Instructions to follow
Exact copies of all entries are expected.

Data for the task
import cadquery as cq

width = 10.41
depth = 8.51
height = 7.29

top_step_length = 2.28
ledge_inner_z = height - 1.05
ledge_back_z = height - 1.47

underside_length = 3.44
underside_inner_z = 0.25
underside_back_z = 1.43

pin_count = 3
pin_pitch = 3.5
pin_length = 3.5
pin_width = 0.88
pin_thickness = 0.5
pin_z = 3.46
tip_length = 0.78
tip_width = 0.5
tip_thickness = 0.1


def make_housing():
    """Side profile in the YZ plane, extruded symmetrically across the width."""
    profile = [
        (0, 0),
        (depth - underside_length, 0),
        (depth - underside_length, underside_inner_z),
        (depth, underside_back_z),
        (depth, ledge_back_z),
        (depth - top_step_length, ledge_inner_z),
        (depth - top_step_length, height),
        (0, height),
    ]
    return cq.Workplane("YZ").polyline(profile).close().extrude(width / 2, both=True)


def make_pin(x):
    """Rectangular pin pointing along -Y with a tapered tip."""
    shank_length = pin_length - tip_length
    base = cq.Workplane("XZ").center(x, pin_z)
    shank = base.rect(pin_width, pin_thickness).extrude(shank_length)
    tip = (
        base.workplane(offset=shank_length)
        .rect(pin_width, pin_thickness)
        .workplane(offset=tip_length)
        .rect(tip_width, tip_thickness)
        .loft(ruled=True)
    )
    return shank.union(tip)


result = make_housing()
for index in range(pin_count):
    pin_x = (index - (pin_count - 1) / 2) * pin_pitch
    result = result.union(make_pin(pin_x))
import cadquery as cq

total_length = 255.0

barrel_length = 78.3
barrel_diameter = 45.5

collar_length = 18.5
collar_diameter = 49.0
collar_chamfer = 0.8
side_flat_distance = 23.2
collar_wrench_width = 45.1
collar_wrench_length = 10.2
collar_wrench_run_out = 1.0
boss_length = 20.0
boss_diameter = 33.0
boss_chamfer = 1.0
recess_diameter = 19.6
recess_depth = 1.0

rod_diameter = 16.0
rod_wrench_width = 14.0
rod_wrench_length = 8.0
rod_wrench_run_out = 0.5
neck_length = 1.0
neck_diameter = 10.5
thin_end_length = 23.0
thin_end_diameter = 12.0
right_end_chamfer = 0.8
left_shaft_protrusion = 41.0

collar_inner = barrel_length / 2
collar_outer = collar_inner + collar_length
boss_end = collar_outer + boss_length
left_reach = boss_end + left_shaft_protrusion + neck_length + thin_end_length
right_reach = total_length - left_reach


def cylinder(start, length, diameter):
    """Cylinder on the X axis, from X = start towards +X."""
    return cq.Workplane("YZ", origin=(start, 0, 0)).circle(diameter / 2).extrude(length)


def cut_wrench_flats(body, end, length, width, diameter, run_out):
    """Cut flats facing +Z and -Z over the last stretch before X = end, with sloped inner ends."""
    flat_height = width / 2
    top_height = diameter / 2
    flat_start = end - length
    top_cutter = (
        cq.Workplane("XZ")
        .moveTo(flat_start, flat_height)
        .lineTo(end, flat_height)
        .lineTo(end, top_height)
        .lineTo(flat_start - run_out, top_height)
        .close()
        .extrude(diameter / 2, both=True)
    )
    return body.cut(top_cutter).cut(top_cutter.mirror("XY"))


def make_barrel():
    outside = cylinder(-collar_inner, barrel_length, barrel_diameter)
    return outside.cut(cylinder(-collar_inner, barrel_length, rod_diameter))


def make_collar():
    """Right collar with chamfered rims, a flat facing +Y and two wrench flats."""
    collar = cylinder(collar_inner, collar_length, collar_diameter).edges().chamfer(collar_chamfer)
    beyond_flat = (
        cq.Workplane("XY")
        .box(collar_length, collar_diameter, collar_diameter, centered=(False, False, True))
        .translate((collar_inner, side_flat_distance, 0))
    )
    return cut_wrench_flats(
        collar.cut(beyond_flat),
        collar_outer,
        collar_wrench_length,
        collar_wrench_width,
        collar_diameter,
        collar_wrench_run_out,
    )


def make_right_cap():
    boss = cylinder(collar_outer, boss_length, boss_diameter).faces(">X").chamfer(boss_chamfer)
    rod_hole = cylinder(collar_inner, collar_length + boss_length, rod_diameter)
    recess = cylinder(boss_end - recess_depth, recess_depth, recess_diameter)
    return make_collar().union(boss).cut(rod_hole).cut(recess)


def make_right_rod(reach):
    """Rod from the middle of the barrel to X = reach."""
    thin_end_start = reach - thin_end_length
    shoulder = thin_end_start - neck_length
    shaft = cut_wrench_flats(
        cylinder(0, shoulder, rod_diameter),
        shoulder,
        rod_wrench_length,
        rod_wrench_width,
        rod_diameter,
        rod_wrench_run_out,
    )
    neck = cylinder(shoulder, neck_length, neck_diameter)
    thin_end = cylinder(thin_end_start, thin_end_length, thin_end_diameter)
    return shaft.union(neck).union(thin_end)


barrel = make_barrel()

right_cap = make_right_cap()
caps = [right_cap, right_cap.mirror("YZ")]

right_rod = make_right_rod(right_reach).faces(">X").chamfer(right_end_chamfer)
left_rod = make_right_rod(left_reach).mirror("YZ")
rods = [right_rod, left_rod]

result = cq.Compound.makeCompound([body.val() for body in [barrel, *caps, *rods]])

Output for this task
import cadquery as cq

width = 10.41
depth = 8.51
height = 7.29

top_step_length = 2.28
ledge_inner_z = height - 1.05
ledge_back_z = height - 1.47

underside_length = 3.44
underside_inner_z = 0.25
underside_back_z = 1.43

pin_count = 3
pin_pitch = 3.5
pin_length = 3.5
pin_width = 0.88
pin_thickness = 0.5
pin_z = 3.46
tip_length = 0.78
tip_width = 0.5
tip_thickness = 0.1


def make_housing():
    """Side profile in the YZ plane, extruded symmetrically across the width."""
    profile = [
        (0, 0),
        (depth - underside_length, 0),
        (depth - underside_length, underside_inner_z),
        (depth, underside_back_z),
        (depth, ledge_back_z),
        (depth - top_step_length, ledge_inner_z),
        (depth - top_step_length, height),
        (0, height),
    ]
    return cq.Workplane("YZ").polyline(profile).close().extrude(width / 2, both=True)


def make_pin(x):
    """Rectangular pin pointing along -Y with a tapered tip."""
    shank_length = pin_length - tip_length
    base = cq.Workplane("XZ").center(x, pin_z)
    shank = base.rect(pin_width, pin_thickness).extrude(shank_length)
    tip = (
        base.workplane(offset=shank_length)
        .rect(pin_width, pin_thickness)
        .workplane(offset=tip_length)
        .rect(tip_width, tip_thickness)
        .loft(ruled=True)
    )
    return shank.union(tip)


result = make_housing()
for index in range(pin_count):
    pin_x = (index - (pin_count - 1) / 2) * pin_pitch
    result = result.union(make_pin(pin_x))
import cadquery as cq

total_length = 255.0

barrel_length = 78.3
barrel_diameter = 45.5

collar_length = 18.5
collar_diameter = 49.0
collar_chamfer = 0.8
side_flat_distance = 23.2
collar_wrench_width = 45.1
collar_wrench_length = 10.2
collar_wrench_run_out = 1.0
boss_length = 20.0
boss_diameter = 33.0
boss_chamfer = 1.0
recess_diameter = 19.6
recess_depth = 1.0

rod_diameter = 16.0
rod_wrench_width = 14.0
rod_wrench_length = 8.0
rod_wrench_run_out = 0.5
neck_length = 1.0
neck_diameter = 10.5
thin_end_length = 23.0
thin_end_diameter = 12.0
right_end_chamfer = 0.8
left_shaft_protrusion = 41.0

collar_inner = barrel_length / 2
collar_outer = collar_inner + collar_length
boss_end = collar_outer + boss_length
left_reach = boss_end + left_shaft_protrusion + neck_length + thin_end_length
right_reach = total_length - left_reach


def cylinder(start, length, diameter):
    """Cylinder on the X axis, from X = start towards +X."""
    return cq.Workplane("YZ", origin=(start, 0, 0)).circle(diameter / 2).extrude(length)


def cut_wrench_flats(body, end, length, width, diameter, run_out):
    """Cut flats facing +Z and -Z over the last stretch before X = end, with sloped inner ends."""
    flat_height = width / 2
    top_height = diameter / 2
    flat_start = end - length
    top_cutter = (
        cq.Workplane("XZ")
        .moveTo(flat_start, flat_height)
        .lineTo(end, flat_height)
        .lineTo(end, top_height)
        .lineTo(flat_start - run_out, top_height)
        .close()
        .extrude(diameter / 2, both=True)
    )
    return body.cut(top_cutter).cut(top_cutter.mirror("XY"))


def make_barrel():
    outside = cylinder(-collar_inner, barrel_length, barrel_diameter)
    return outside.cut(cylinder(-collar_inner, barrel_length, rod_diameter))


def make_collar():
    """Right collar with chamfered rims, a flat facing +Y and two wrench flats."""
    collar = cylinder(collar_inner, collar_length, collar_diameter).edges().chamfer(collar_chamfer)
    beyond_flat = (
        cq.Workplane("XY")
        .box(collar_length, collar_diameter, collar_diameter, centered=(False, False, True))
        .translate((collar_inner, side_flat_distance, 0))
    )
    return cut_wrench_flats(
        collar.cut(beyond_flat),
        collar_outer,
        collar_wrench_length,
        collar_wrench_width,
        collar_diameter,
        collar_wrench_run_out,
    )


def make_right_cap():
    boss = cylinder(collar_outer, boss_length, boss_diameter).faces(">X").chamfer(boss_chamfer)
    rod_hole = cylinder(collar_inner, collar_length + boss_length, rod_diameter)
    recess = cylinder(boss_end - recess_depth, recess_depth, recess_diameter)
    return make_collar().union(boss).cut(rod_hole).cut(recess)


def make_right_rod(reach):
    """Rod from the middle of the barrel to X = reach."""
    thin_end_start = reach - thin_end_length
    shoulder = thin_end_start - neck_length
    shaft = cut_wrench_flats(
        cylinder(0, shoulder, rod_diameter),
        shoulder,
        rod_wrench_length,
        rod_wrench_width,
        rod_diameter,
        rod_wrench_run_out,
    )
    neck = cylinder(shoulder, neck_length, neck_diameter)
    thin_end = cylinder(thin_end_start, thin_end_length, thin_end_diameter)
    return shaft.union(neck).union(thin_end)


barrel = make_barrel()

right_cap = make_right_cap()
caps = [right_cap, right_cap.mirror("YZ")]

right_rod = make_right_rod(right_reach).faces(">X").chamfer(right_end_chamfer)
left_rod = make_right_rod(left_reach).mirror("YZ")
rods = [right_rod, left_rod]

result = cq.Compound.makeCompound([body.val() for body in [barrel, *caps, *rods]])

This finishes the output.